Daha evvel de bulunan birçok paranın Osmangazi periyoduna ilişkin olduğu öne sürüldüğünü, ancak ilgi görmediğini tabir eden Biçer, Katar’daki bu paranın başka sikkelere benzerliği ile üzerinde durulması gerektiğini belirtti.
Biçer, “1980’li yıllarda İstanbul’da Osmangazi’ye ilişkin olduğu argüman edilen bir para bulunmuştu. Ancak bu para tek olması, bir aslının daha olmaması ve Avrupalı bir nümismatik tarafından düzmece olarak tabir edilmesinin gerisinden maalesef tarih etraflarından kâfi ilgiyi görmemişti. Tekrar 1990’lı yıllarda Osmangazi’ye ilişkin bir para piyasaya sürüldü. Bu paranın gerçeği bir koleksiyoncudaydı. Koleksiyoncu parayı ortaya çıkartmadı. Yalnızca çizim ve fotoğraflarla incelendi ve bu para da kâfi ilgiyi görmedi. Lakin Doha’da bulunan bu para hem öbür sikkelerle benzerliği hem de tarihi açıdan birtakım şeyleri ortaya atmasından ötürü şu anda Osmanlı tarihinde bilhassa Osmanlı Kuruluş Devri’ni aydınlatıyor” dedi.

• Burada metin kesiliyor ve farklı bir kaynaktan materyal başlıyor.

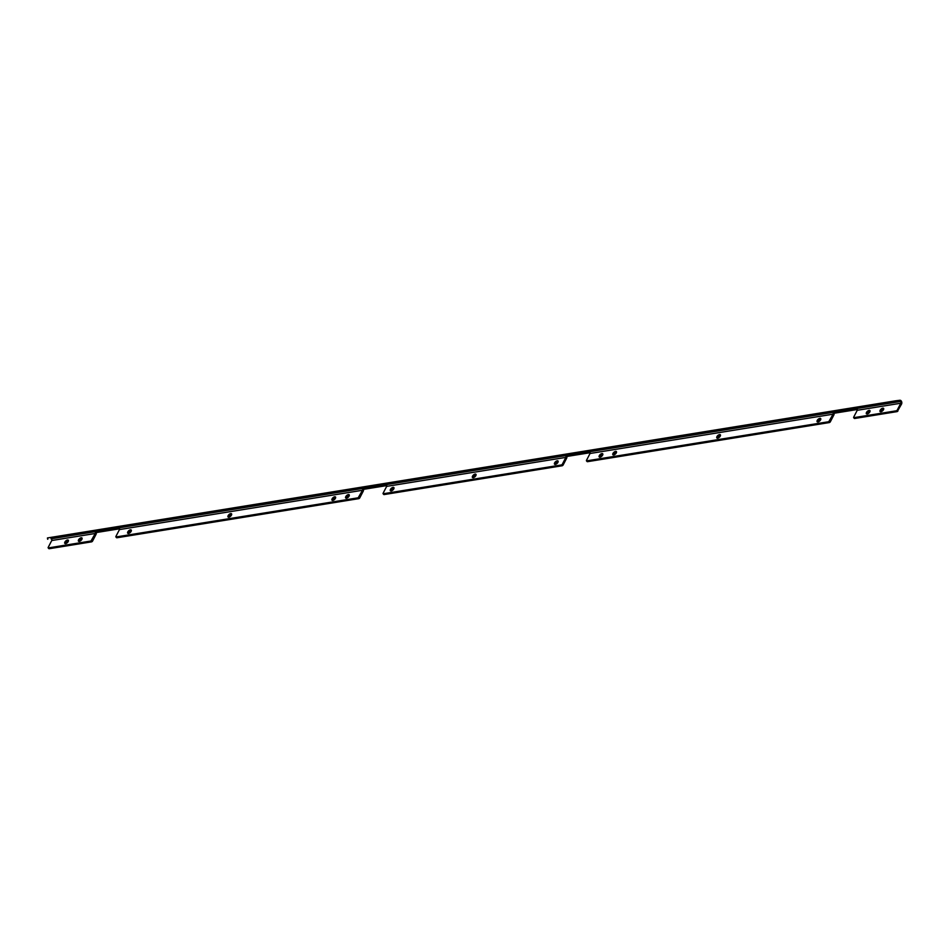 <?xml version="1.0" encoding="UTF-8"?>
<svg xmlns="http://www.w3.org/2000/svg" width="949" height="949" viewBox="0 0 949 949"><rect width="100%" height="100%" fill="white"/><g stroke="black" fill="none" stroke-linecap="round" stroke-linejoin="round"><path stroke-width="1.42" d="M833.732 412.234L831.431 412.542L833.732 412.234M845.132 410.395L842.831 410.703L845.132 410.395M856.532 408.556L854.23 408.865L856.532 408.556M867.932 406.706L865.63 407.014L867.932 406.706M879.332 404.867L877.03 405.176L879.332 404.867M890.731 403.028L888.43 403.337L890.731 403.028M810.932 415.923L808.631 416.231L810.932 415.923M799.533 417.774L797.231 418.082L799.533 417.774M788.133 419.612L785.831 419.921L788.133 419.612M776.733 421.451L774.431 421.759L776.733 421.451M765.333 423.301L763.032 423.61L765.333 423.301M753.933 425.14L751.632 425.449L753.933 425.14M742.533 426.979L740.244 427.287L742.533 426.979M731.133 428.829L728.844 429.138L731.133 428.829M719.733 430.668L717.444 430.976L719.733 430.668M708.334 432.519L706.044 432.827L708.334 432.519M696.934 434.357L694.644 434.666L696.934 434.357M685.534 436.196L683.244 436.504L685.534 436.196M674.134 438.047L671.845 438.355L674.134 438.047M662.734 439.885L660.445 440.194L662.734 439.885M651.346 441.724L649.045 442.032L651.346 441.724M639.946 443.574L637.645 443.883L639.946 443.574M628.546 445.413L626.245 445.722L628.546 445.413M617.147 447.264L614.845 447.572L617.147 447.264M605.747 449.102L603.445 449.411L605.747 449.102M594.347 450.941L592.046 451.249L594.347 450.941M582.947 452.792L580.646 453.1L582.947 452.792M571.547 454.63L569.246 454.939L571.547 454.63M560.147 456.469L557.846 456.777L560.147 456.469M548.747 458.32L546.446 458.628L548.747 458.32M537.348 460.158L535.046 460.467L537.348 460.158M525.948 462.009L523.646 462.317L525.948 462.009M514.548 463.847L512.246 464.156L514.548 463.847M503.148 465.686L500.847 465.995L503.148 465.686M491.748 467.537L489.447 467.845L491.748 467.537M480.348 469.375L478.047 469.684L480.348 469.375M468.948 471.214L466.647 471.523L468.948 471.214M457.548 473.065L455.247 473.373L457.548 473.065M446.149 474.903L443.847 475.212L446.149 474.903M434.749 476.754L432.447 477.062L434.749 476.754M423.349 478.593L421.048 478.901L423.349 478.593M411.949 480.431L409.648 480.74L411.949 480.431M400.549 482.282L398.26 482.59L400.549 482.282M389.149 484.12L386.86 484.429L389.149 484.12M377.749 485.959L375.46 486.268L377.749 485.959M366.35 487.81L364.06 488.118L366.35 487.81M354.95 489.648L352.66 489.957L354.95 489.648M343.55 491.499L341.26 491.807L343.55 491.499M332.15 493.338L329.861 493.646L332.15 493.338M320.75 495.176L318.461 495.485L320.75 495.176M309.35 497.027L307.061 497.335L309.35 497.027M297.962 498.866L295.661 499.174L297.962 498.866M286.562 500.704L284.261 501.013L286.562 500.704M275.163 502.555L272.861 502.863L275.163 502.555M263.763 504.394L261.461 504.702L263.763 504.394M252.363 506.244L250.062 506.552L252.363 506.244M240.963 508.083L238.662 508.391L240.963 508.083M229.563 509.921L227.262 510.23L229.563 509.921M218.163 511.772L215.862 512.08L218.163 511.772M206.763 513.611L204.462 513.919L206.763 513.611M195.364 515.461L193.062 515.758L195.364 515.461M183.964 517.3L181.662 517.608L183.964 517.3M172.564 519.139L170.262 519.447L172.564 519.139M161.164 520.989L158.863 521.298L161.164 520.989M149.764 522.828L147.463 523.136L149.764 522.828M138.364 524.667L136.063 524.975L138.364 524.667M126.964 526.517L124.663 526.825L126.964 526.517M115.564 528.356L113.263 528.664L115.564 528.356M104.165 530.206L101.863 530.515L104.165 530.206M92.765 532.045L90.463 532.353L92.765 532.045M81.365 533.884L79.064 534.192L81.365 533.884M69.965 535.734L67.664 536.043L69.965 535.734M58.565 537.573L56.276 537.881L58.565 537.573M822.332 414.084L820.031 414.393L822.332 414.084M880.708 411.795A2.373 1.163 137.2 0 1 883.543 409.007A2.373 1.163 137.2 0 1 883.744 408.983M880.909 411.771A2.373 1.163 137.2 0 1 880.103 411.581A2.373 1.163 137.2 0 1 880.553 409.671A2.373 1.163 137.2 0 1 882.772 408.177A2.373 1.163 137.2 0 1 883.578 408.367A2.373 1.163 137.2 0 1 883.128 410.276A2.373 1.163 137.2 0 1 880.909 411.771M867.03 414.001A2.373 1.163 137.2 0 1 869.865 411.214A2.373 1.163 137.2 0 1 870.067 411.19M867.232 413.978A2.373 1.163 137.2 0 1 866.425 413.788A2.373 1.163 137.2 0 1 866.876 411.878A2.373 1.163 137.2 0 1 869.094 410.383A2.373 1.163 137.2 0 1 869.901 410.573A2.373 1.163 137.2 0 1 869.45 412.495A2.373 1.163 137.2 0 1 867.232 413.978M473.065 477.703A2.373 1.163 137.2 0 1 475.9 474.915A2.373 1.163 137.2 0 1 476.101 474.891M473.266 477.679A2.373 1.163 137.2 0 1 472.46 477.489A2.373 1.163 137.2 0 1 472.91 475.579A2.373 1.163 137.2 0 1 475.129 474.085A2.373 1.163 137.2 0 1 475.935 474.275A2.373 1.163 137.2 0 1 475.485 476.184A2.373 1.163 137.2 0 1 473.266 477.679M390.988 490.977A2.373 1.163 137.2 0 1 393.823 488.177A2.373 1.163 137.2 0 1 394.025 488.166M391.19 490.953A2.373 1.163 137.2 0 1 390.383 490.763A2.373 1.163 137.2 0 1 390.834 488.842A2.373 1.163 137.2 0 1 393.052 487.359A2.373 1.163 137.2 0 1 393.859 487.549A2.373 1.163 137.2 0 1 393.408 489.459A2.373 1.163 137.2 0 1 391.19 490.953M555.141 464.429A2.373 1.163 137.2 0 1 557.976 461.641A2.373 1.163 137.2 0 1 558.178 461.617M555.343 464.417A2.373 1.163 137.2 0 1 554.536 464.215A2.373 1.163 137.2 0 1 554.987 462.305A2.373 1.163 137.2 0 1 557.205 460.811A2.373 1.163 137.2 0 1 558.012 461A2.373 1.163 137.2 0 1 557.561 462.922A2.373 1.163 137.2 0 1 555.343 464.417M599.827 457.204A2.373 1.163 137.2 0 1 602.662 454.417A2.373 1.163 137.2 0 1 602.864 454.393M600.029 457.193A2.373 1.163 137.2 0 1 599.222 456.991A2.373 1.163 137.2 0 1 599.673 455.081A2.373 1.163 137.2 0 1 601.891 453.586A2.373 1.163 137.2 0 1 602.698 453.776A2.373 1.163 137.2 0 1 602.247 455.698A2.373 1.163 137.2 0 1 600.029 457.193M717.468 438.189A2.373 1.163 137.2 0 1 720.303 435.401A2.373 1.163 137.2 0 1 720.505 435.377M717.669 438.165A2.373 1.163 137.2 0 1 716.863 437.975A2.373 1.163 137.2 0 1 717.314 436.066A2.373 1.163 137.2 0 1 719.532 434.571A2.373 1.163 137.2 0 1 720.338 434.761A2.373 1.163 137.2 0 1 719.888 436.67A2.373 1.163 137.2 0 1 717.669 438.165M613.505 454.998A2.373 1.163 137.2 0 1 616.34 452.21A2.373 1.163 137.2 0 1 616.542 452.187M613.706 454.974A2.373 1.163 137.2 0 1 612.9 454.785A2.373 1.163 137.2 0 1 613.351 452.875A2.373 1.163 137.2 0 1 615.569 451.38A2.373 1.163 137.2 0 1 616.375 451.57A2.373 1.163 137.2 0 1 615.925 453.48A2.373 1.163 137.2 0 1 613.706 454.974M817.789 421.961A2.373 1.163 137.2 0 1 820.612 419.173A2.373 1.163 137.2 0 1 820.814 419.161M817.991 421.949A2.373 1.163 137.2 0 1 817.184 421.759A2.373 1.163 137.2 0 1 817.623 419.838A2.373 1.163 137.2 0 1 819.853 418.343A2.373 1.163 137.2 0 1 820.648 418.533A2.373 1.163 137.2 0 1 820.209 420.454A2.373 1.163 137.2 0 1 817.991 421.949M128.34 533.445A2.373 1.163 137.2 0 1 131.176 530.645A2.373 1.163 137.2 0 1 131.377 530.633M128.542 533.421A2.373 1.163 137.2 0 1 127.735 533.231A2.373 1.163 137.2 0 1 128.186 531.31A2.373 1.163 137.2 0 1 130.404 529.815A2.373 1.163 137.2 0 1 131.211 530.017A2.373 1.163 137.2 0 1 130.772 531.926A2.373 1.163 137.2 0 1 128.542 533.421M228.662 517.217A2.373 1.163 137.2 0 1 231.497 514.429A2.373 1.163 137.2 0 1 231.686 514.405M228.863 517.205A2.373 1.163 137.2 0 1 228.057 517.003A2.373 1.163 137.2 0 1 228.495 515.093A2.373 1.163 137.2 0 1 230.726 513.599A2.373 1.163 137.2 0 1 231.532 513.789A2.373 1.163 137.2 0 1 231.082 515.71A2.373 1.163 137.2 0 1 228.863 517.205M346.302 498.201A2.373 1.163 137.2 0 1 349.137 495.414A2.373 1.163 137.2 0 1 349.339 495.39M346.504 498.178A2.373 1.163 137.2 0 1 345.697 497.988A2.373 1.163 137.2 0 1 346.148 496.078A2.373 1.163 137.2 0 1 348.366 494.583A2.373 1.163 137.2 0 1 349.173 494.773A2.373 1.163 137.2 0 1 348.722 496.683A2.373 1.163 137.2 0 1 346.504 498.178M332.624 500.408A2.373 1.163 137.2 0 1 335.46 497.62A2.373 1.163 137.2 0 1 335.661 497.596M332.826 500.396A2.373 1.163 137.2 0 1 332.02 500.194A2.373 1.163 137.2 0 1 332.47 498.284A2.373 1.163 137.2 0 1 334.689 496.79A2.373 1.163 137.2 0 1 335.495 496.979A2.373 1.163 137.2 0 1 335.044 498.901A2.373 1.163 137.2 0 1 332.826 500.396M79.099 541.404A2.373 1.163 137.2 0 1 81.934 538.617A2.373 1.163 137.2 0 1 82.136 538.593M79.301 541.381A2.373 1.163 137.2 0 1 78.494 541.191A2.373 1.163 137.2 0 1 78.945 539.281A2.373 1.163 137.2 0 1 81.163 537.786A2.373 1.163 137.2 0 1 81.97 537.976A2.373 1.163 137.2 0 1 81.519 539.886A2.373 1.163 137.2 0 1 79.301 541.381M65.422 543.611A2.373 1.163 137.2 0 1 68.257 540.823A2.373 1.163 137.2 0 1 68.447 540.8M65.623 543.599A2.373 1.163 137.2 0 1 64.817 543.397A2.373 1.163 137.2 0 1 65.256 541.488A2.373 1.163 137.2 0 1 67.486 539.993A2.373 1.163 137.2 0 1 68.292 540.183A2.373 1.163 137.2 0 1 67.842 542.104A2.373 1.163 137.2 0 1 65.623 543.599M829.473 421.154L830.233 421.985L829.533 422.542L828.762 421.712L833.068 414.191A1.032 0.724 80.8 0 0 833.175 413.408L857.338 409.505A1.032 0.724 -99.2 0 1 857.232 410.288L853.637 417.24L854.349 418.212M896.675 400.656L896.852 401.937L895.939 402.068L895.761 400.786L899.842 400.264A2.337 1.637 -99.2 0 1 901.55 401.51A2.337 1.637 -99.2 0 1 901.55 404.072L897.244 411.593L896.473 410.775L853.839 417.667M896.473 410.775L897.185 410.205L897.956 411.036M896.852 401.937L900.02 401.557A1.032 0.724 -99.2 0 1 900.779 403.242L897.185 410.205M358.9 497.24L359.671 498.071L358.959 498.628L358.188 497.798L362.494 490.277A1.032 0.724 80.8 0 0 362.601 489.494L386.765 485.591A1.032 0.724 -99.2 0 1 386.67 486.374L383.064 493.326L383.776 494.299M561.559 464.927L562.271 464.358L563.03 465.188L562.318 465.745L561.559 464.927L383.266 493.753M562.271 464.358L565.865 457.394A1.032 0.724 80.8 0 0 565.972 456.611L590.136 452.709A1.032 0.724 -99.2 0 1 590.029 453.492L586.435 460.443L587.146 461.416M828.762 421.712L586.636 460.87M91.697 540.444L92.468 541.274L91.756 541.832L90.985 541.001L95.291 533.48A1.032 0.724 80.8 0 0 95.398 532.697L119.562 528.795A1.032 0.724 -99.2 0 1 119.467 529.578L115.861 536.529L116.573 537.502M358.188 497.798L116.063 536.956M897.244 411.593L854.61 418.497M562.318 465.745L384.037 494.583M829.533 422.542L587.407 461.7M358.959 498.628L116.834 537.786M563.03 465.188L566.636 458.225A2.337 1.637 80.8 0 0 566.873 456.469M830.233 421.985L833.839 415.021A2.337 1.637 80.8 0 0 834.076 413.266M359.671 498.071L363.265 491.108A2.337 1.637 80.8 0 0 363.503 489.352M895.939 402.068L50.985 538.83A1.032 0.724 -99.2 0 1 51.744 540.527L48.15 547.478L48.862 548.451M90.985 541.001L48.352 547.905M91.756 541.832L49.123 548.736M92.468 541.274L96.063 534.311A2.337 1.637 80.8 0 0 96.3 532.555M47.64 537.941L47.818 539.222M895.761 400.786L47.64 537.917M900.779 403.242L857.232 410.288M565.865 457.394L386.67 486.374M833.068 414.191L590.029 453.492M362.494 490.277L119.467 529.578M95.291 533.48L51.744 540.527M900.02 401.557L50.985 538.83M47.628 539.234L47.45 537.953M48.126 547.846L48.897 548.676M116.608 537.727L115.837 536.897M383.811 494.524L383.052 493.694M587.182 461.641L586.411 460.811M854.385 418.438L853.614 417.607"/></g></svg>

İSTANBUL’DAKİ BİR KUYUMCUNUN KOLEKSİYONUNDAYMIŞ
Sikkenin İstanbul’dan Katar’a seyahatini anlatan Biçer, “İstanbul’da aslen kuyumculuk işi ile uğraşan Şerafettin Erel’in koleksiyonunda bulunmaktaydı. Bu sikke Şerafettin Erel’in elinde bulunan Selçuklu, Osmanlı devirlerine ilişkin 400 tane sikke ile birlikte 90’lı yılların başında İsviçreli bir koleksiyoncuya satılır ve bu koleksiyoncu uzun yıllar boyunca bunu dolaplarında saklayıp rastgele bir tarihi ve bilimsel bir araştırmaya sokmaksızın, daha sonra Katar’lı bir pıra satar. Katarlı pir bu sikkeyi Doha’da bulunan İslam Yapıtları Müzesi’ne verdikten sonra sikke üzerinde bilimsel bir çalışma yapılır. Bu çalışmaların akabinde sikkenin Osmangazi’ye ilişkin olduğu ve bugün Osmanlı devrine ilişkin olduğu bilinen en eski sikkelerden biri olduğu ortaya çıkar” diye konuştu.